The other part, the one that remembers her that night on the bus, drunk and vulnerable and pissed at herself and still, somehow, kind, wins.

I lean in. Not all the way. Just enough that our shoulders brush, where my mouth is just close enough to feel the ghost of her exhale. “I want to kiss you. I do. But, if I kiss you,” I breathe out, “it’s not going to be because I’m drunk. Or pissed. Or trying to make you jealous.”

Her pupils blow wide. “What makes you think I’d let you kiss me at all?”

My mouth curves. “Your face in that elevator last night said everything required.”

She almost smiles, then catches herself. “You’re insufferable.”
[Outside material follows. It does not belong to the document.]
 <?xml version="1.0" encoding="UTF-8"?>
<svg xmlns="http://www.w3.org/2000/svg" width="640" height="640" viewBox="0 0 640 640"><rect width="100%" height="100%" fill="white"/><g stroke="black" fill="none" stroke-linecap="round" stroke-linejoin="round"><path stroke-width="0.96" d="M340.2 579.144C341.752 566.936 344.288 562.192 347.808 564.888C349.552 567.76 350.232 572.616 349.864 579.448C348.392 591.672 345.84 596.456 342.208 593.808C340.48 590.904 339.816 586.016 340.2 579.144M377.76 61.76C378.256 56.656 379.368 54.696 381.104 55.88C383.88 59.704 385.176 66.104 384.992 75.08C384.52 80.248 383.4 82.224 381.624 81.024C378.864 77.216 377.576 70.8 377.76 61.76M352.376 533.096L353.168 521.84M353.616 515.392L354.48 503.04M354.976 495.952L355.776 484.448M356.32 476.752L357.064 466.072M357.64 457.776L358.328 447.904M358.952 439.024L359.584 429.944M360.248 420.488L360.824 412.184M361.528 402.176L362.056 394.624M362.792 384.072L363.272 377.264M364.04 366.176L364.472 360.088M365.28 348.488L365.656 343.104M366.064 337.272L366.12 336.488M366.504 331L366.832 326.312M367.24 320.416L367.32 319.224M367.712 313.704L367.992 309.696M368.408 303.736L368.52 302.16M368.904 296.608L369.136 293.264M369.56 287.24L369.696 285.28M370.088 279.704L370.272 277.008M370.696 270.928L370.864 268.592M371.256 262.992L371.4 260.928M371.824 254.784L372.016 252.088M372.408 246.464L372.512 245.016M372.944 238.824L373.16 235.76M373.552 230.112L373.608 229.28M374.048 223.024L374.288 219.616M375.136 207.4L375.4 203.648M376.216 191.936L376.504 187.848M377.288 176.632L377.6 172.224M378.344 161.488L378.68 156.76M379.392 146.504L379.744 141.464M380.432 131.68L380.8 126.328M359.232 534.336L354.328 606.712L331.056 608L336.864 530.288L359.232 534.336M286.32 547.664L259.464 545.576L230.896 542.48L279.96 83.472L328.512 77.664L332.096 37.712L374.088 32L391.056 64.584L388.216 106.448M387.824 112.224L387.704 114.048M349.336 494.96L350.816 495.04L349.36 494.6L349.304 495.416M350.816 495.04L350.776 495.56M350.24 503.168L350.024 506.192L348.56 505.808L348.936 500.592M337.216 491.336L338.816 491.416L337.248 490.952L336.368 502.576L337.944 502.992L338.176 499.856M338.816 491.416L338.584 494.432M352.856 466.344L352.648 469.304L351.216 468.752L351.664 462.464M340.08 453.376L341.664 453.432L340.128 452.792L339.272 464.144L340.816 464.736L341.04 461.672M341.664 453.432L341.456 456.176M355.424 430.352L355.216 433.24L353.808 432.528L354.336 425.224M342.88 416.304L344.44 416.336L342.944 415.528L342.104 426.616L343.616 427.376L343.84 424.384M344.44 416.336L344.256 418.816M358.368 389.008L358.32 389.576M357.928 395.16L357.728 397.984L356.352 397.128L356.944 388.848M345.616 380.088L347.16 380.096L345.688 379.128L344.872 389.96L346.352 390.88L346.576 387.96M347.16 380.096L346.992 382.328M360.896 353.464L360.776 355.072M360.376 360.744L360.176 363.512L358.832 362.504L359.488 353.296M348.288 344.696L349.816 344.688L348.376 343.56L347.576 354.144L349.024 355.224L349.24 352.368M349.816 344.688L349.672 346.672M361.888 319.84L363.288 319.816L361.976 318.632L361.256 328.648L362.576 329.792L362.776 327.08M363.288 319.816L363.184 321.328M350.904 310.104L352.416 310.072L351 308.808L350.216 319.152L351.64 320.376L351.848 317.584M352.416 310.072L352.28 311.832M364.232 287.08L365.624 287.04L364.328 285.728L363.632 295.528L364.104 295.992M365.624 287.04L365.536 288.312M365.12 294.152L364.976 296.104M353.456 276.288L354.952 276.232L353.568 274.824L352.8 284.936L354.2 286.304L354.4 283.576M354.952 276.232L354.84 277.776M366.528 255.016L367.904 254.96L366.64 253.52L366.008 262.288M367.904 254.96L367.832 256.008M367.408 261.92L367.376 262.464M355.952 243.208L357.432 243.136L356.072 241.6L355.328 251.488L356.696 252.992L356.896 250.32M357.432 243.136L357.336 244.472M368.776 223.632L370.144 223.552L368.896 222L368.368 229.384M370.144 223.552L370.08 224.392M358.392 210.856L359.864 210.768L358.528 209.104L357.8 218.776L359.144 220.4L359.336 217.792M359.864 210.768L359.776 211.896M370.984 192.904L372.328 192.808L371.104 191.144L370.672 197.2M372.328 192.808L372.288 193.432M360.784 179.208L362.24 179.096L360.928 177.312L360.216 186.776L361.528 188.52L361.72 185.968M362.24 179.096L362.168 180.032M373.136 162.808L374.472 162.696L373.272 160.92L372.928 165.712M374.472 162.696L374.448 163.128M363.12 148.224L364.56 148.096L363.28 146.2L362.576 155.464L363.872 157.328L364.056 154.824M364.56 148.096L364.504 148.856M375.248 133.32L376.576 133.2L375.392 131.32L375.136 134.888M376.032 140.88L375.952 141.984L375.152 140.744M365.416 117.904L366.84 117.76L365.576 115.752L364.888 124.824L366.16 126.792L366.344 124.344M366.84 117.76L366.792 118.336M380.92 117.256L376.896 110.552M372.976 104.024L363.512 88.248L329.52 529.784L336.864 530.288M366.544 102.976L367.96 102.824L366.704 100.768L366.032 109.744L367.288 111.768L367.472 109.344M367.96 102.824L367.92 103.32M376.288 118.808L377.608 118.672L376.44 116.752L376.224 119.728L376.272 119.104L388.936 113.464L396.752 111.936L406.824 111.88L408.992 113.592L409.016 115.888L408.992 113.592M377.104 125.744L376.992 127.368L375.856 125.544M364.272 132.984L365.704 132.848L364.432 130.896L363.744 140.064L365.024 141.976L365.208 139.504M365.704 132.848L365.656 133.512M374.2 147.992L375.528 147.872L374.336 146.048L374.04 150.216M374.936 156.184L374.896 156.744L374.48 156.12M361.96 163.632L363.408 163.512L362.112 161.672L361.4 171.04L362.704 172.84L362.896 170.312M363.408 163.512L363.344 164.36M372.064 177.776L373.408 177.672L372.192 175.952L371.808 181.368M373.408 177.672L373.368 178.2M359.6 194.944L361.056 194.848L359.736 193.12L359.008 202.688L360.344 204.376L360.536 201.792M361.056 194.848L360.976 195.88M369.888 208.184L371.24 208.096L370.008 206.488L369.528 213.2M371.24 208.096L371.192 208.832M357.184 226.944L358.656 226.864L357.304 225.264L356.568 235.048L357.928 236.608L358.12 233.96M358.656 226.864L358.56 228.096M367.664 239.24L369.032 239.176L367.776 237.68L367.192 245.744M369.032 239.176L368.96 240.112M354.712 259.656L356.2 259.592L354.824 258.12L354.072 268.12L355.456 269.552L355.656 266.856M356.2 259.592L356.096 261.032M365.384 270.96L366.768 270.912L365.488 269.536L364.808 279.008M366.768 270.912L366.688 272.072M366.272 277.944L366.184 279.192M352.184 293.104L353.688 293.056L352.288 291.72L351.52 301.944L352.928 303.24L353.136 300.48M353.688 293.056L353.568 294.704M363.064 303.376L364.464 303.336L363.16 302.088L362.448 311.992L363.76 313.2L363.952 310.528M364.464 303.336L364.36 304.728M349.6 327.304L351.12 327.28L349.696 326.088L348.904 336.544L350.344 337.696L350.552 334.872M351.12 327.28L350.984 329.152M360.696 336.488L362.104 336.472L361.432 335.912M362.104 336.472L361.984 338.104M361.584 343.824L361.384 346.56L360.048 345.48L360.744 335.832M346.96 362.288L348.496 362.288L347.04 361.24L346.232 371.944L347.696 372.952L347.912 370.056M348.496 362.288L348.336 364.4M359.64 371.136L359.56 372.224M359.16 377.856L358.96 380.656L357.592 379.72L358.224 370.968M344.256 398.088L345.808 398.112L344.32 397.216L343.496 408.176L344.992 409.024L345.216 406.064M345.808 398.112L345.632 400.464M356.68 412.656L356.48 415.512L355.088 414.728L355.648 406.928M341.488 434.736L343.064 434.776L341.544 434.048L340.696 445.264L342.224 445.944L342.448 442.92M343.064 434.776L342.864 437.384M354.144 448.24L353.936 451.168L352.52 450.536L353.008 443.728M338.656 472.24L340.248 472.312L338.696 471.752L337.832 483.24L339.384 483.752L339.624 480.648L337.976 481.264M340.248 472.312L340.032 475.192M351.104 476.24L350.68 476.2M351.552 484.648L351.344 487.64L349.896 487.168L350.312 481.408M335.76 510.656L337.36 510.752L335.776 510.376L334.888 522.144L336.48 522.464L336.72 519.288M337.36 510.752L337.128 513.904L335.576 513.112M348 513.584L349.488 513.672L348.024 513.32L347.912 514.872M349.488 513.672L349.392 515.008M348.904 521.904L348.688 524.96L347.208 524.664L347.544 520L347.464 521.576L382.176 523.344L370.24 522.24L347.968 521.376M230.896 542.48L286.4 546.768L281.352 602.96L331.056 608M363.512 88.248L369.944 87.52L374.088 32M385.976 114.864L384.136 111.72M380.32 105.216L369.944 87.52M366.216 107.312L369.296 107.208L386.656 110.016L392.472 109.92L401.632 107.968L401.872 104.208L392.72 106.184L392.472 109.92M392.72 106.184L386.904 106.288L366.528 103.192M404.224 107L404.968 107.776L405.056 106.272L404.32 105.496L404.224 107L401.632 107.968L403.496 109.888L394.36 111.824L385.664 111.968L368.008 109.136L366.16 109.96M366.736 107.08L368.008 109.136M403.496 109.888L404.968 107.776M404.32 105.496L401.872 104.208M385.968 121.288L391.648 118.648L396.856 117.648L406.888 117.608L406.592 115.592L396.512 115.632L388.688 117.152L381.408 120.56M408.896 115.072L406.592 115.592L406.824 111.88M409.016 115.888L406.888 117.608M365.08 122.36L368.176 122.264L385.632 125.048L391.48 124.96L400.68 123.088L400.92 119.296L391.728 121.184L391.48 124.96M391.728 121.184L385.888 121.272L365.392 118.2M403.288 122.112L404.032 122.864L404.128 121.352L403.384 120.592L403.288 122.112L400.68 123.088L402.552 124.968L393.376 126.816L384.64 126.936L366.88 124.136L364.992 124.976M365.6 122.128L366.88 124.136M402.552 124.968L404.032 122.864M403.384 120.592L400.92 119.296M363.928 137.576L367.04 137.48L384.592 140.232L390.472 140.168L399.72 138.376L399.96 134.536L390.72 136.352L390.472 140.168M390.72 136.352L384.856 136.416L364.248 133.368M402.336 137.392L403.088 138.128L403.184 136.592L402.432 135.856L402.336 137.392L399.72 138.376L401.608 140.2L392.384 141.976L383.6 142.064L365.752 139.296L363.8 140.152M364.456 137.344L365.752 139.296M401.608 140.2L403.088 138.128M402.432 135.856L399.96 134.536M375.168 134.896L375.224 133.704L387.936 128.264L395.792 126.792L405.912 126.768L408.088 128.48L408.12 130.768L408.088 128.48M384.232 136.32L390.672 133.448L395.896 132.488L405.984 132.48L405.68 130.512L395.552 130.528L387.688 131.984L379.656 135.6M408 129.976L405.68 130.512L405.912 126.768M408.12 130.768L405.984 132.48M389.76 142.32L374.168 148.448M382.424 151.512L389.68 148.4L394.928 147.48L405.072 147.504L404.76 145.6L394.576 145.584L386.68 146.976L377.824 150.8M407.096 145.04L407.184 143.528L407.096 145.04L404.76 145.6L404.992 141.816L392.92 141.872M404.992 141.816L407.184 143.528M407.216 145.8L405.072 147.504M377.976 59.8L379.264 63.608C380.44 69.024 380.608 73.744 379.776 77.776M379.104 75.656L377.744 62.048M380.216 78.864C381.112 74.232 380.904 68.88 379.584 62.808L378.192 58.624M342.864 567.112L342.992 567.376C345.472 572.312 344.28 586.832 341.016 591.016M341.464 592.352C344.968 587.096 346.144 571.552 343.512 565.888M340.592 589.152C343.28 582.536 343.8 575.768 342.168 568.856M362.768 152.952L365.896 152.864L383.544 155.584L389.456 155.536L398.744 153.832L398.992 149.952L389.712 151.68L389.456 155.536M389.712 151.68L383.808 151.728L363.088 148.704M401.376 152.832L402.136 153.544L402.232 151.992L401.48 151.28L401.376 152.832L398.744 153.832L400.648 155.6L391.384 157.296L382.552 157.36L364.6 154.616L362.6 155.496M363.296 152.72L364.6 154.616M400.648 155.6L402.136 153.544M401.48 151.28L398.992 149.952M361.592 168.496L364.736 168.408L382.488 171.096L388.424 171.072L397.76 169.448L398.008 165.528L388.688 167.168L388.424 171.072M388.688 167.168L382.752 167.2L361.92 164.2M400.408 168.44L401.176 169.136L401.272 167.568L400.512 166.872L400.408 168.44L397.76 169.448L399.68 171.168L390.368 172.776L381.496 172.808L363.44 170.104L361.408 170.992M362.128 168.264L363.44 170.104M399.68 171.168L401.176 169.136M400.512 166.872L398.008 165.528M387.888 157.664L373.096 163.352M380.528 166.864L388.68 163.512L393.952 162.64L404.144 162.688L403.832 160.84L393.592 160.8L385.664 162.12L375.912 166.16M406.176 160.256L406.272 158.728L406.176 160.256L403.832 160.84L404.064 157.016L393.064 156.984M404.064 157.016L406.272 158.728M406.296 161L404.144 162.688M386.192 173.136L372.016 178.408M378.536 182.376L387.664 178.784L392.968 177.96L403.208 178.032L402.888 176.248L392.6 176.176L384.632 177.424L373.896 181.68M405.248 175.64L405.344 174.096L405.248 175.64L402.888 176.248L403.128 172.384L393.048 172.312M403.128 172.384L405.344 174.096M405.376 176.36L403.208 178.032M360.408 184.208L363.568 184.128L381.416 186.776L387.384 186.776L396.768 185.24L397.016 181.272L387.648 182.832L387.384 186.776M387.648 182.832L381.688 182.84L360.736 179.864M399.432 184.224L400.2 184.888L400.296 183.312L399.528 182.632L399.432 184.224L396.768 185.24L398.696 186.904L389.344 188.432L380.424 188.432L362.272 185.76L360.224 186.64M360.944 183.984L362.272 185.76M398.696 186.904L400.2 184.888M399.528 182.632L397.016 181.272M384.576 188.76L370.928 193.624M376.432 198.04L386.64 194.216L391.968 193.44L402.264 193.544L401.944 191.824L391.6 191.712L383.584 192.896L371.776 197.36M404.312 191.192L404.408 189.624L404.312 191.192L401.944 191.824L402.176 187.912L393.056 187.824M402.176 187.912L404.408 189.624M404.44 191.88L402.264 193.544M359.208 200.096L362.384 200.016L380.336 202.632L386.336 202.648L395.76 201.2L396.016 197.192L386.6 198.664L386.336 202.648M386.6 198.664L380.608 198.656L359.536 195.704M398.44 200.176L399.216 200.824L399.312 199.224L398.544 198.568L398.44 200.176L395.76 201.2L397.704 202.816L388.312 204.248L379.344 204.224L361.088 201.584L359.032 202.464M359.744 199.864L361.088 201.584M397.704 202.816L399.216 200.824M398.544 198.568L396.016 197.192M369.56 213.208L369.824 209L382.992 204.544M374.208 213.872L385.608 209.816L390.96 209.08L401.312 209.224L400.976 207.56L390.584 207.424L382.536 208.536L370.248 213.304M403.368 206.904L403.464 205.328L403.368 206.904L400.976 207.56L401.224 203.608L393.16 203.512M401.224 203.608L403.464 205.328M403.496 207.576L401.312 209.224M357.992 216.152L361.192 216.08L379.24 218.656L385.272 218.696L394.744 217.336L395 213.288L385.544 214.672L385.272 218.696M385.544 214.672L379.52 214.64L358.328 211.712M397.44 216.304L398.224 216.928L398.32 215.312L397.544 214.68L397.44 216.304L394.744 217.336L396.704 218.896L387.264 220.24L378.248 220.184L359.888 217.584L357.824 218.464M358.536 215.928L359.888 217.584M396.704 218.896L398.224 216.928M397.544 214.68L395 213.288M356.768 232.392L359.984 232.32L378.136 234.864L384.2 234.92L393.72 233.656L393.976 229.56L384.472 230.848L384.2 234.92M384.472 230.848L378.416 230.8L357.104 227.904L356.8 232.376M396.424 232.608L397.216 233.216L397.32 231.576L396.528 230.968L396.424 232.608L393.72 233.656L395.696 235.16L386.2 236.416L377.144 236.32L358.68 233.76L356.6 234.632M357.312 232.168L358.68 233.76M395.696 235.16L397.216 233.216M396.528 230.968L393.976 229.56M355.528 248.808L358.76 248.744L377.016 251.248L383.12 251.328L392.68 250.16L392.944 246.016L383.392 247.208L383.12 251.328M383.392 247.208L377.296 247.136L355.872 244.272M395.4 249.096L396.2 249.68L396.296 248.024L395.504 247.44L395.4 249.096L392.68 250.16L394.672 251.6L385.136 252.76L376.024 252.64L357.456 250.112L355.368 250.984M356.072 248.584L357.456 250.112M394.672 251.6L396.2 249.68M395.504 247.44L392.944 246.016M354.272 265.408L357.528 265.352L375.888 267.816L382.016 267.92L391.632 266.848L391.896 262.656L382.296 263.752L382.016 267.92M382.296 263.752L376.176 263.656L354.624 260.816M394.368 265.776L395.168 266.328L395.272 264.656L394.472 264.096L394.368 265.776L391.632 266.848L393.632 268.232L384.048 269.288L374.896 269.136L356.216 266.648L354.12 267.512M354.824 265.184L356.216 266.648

“Probably,” I crack a wide grin.

“I don’t…” She swallows. “I don’t get involved with people I work with, Dean. It complicates things. Messes with the story. Blurs lines.”

I nod slowly. “And, I don’t do relationships.”

“I’m not asking for one.” Her response instant. “I’m not asking for anything.”

“Me either.” I stare at her. “That’s the problem. We both want something that would probably burn us both.”

For a second, we just sit there, breathing the same patch of air, surrounded by all the things we’re not saying. Then she drops her head back against the cushion, breaking eye contact. The spell fractures, but doesn’t fully fade. “Take me somewhere,” she requests.

I blink. “What?”

“In the city,” she clarifies. “Somewhere that isn’t a dressing room or a press junket or a tour bus. You’ve been on the road longer than me. You must have a favorite type of nowhere.”

It’s not what I expected. It’s somehow more dangerous. “You trust me to do that?”

She snorts. “No. But I trust me. And I trust my feet. If you try anything, I’ll kick you in the shins and walk myself back to the hotel.”

I grin, surprised by how good it feels on my face. “Fair enough.”

She stands, slipping her boots back on, stuffing her hard drive into her bag. She tugs a T-shirt over her head, then slings her camera strap over her shoulder.

“Well?” she prompts. “You coming, or are we starting our co-dependent rooftop staring contest again?”

I push up from the chair, shoving my hands into my pockets. “There’s probably a record store somewhere that doesn’t suck. Locals always have one.”

“Lead the way, rockstar.” She grins. “And no promises I don’t take pictures.”